• _Action item_
In the records below, find the line that contains "y 39: x 12 E -> F; x 35 E -> F" and repeat it, along with each line after it, exactly as written.

____

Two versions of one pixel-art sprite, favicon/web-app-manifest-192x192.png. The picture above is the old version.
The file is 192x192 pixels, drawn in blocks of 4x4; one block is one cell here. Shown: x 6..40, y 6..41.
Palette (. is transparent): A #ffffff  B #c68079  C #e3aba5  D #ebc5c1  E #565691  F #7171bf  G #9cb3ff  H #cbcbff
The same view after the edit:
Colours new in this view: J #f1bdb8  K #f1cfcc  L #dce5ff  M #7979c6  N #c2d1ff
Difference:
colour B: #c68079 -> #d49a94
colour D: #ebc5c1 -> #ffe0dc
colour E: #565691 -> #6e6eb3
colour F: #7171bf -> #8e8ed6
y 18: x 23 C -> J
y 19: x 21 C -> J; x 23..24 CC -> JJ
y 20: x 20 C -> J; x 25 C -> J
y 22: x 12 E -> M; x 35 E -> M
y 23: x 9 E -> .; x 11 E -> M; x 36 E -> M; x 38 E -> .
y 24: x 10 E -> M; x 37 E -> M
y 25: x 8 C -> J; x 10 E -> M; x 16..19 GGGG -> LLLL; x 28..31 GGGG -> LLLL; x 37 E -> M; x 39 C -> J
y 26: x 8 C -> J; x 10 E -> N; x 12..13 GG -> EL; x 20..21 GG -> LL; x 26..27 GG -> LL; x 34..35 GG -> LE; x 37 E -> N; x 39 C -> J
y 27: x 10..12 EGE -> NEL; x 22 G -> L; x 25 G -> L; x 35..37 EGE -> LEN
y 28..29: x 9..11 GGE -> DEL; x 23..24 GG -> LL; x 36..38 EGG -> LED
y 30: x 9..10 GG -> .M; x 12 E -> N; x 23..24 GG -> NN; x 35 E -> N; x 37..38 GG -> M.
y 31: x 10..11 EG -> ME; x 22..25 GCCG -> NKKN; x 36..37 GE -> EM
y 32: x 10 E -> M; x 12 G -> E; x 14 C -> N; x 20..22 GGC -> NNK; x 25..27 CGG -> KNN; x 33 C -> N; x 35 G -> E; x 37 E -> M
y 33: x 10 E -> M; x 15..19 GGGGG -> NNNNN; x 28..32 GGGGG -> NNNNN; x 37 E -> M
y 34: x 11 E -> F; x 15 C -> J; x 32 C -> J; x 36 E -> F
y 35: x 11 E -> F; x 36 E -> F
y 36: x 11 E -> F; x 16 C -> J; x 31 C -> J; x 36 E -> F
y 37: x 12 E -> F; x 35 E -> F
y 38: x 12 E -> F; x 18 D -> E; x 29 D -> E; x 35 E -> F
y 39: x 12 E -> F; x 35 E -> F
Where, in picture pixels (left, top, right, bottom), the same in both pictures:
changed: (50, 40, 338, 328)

____

• _Solution to the problem_
y 39: x 12 E -> F; x 35 E -> F
Where, in picture pixels (left, top, right, bottom), the same in both pictures:
changed: (50, 40, 338, 328)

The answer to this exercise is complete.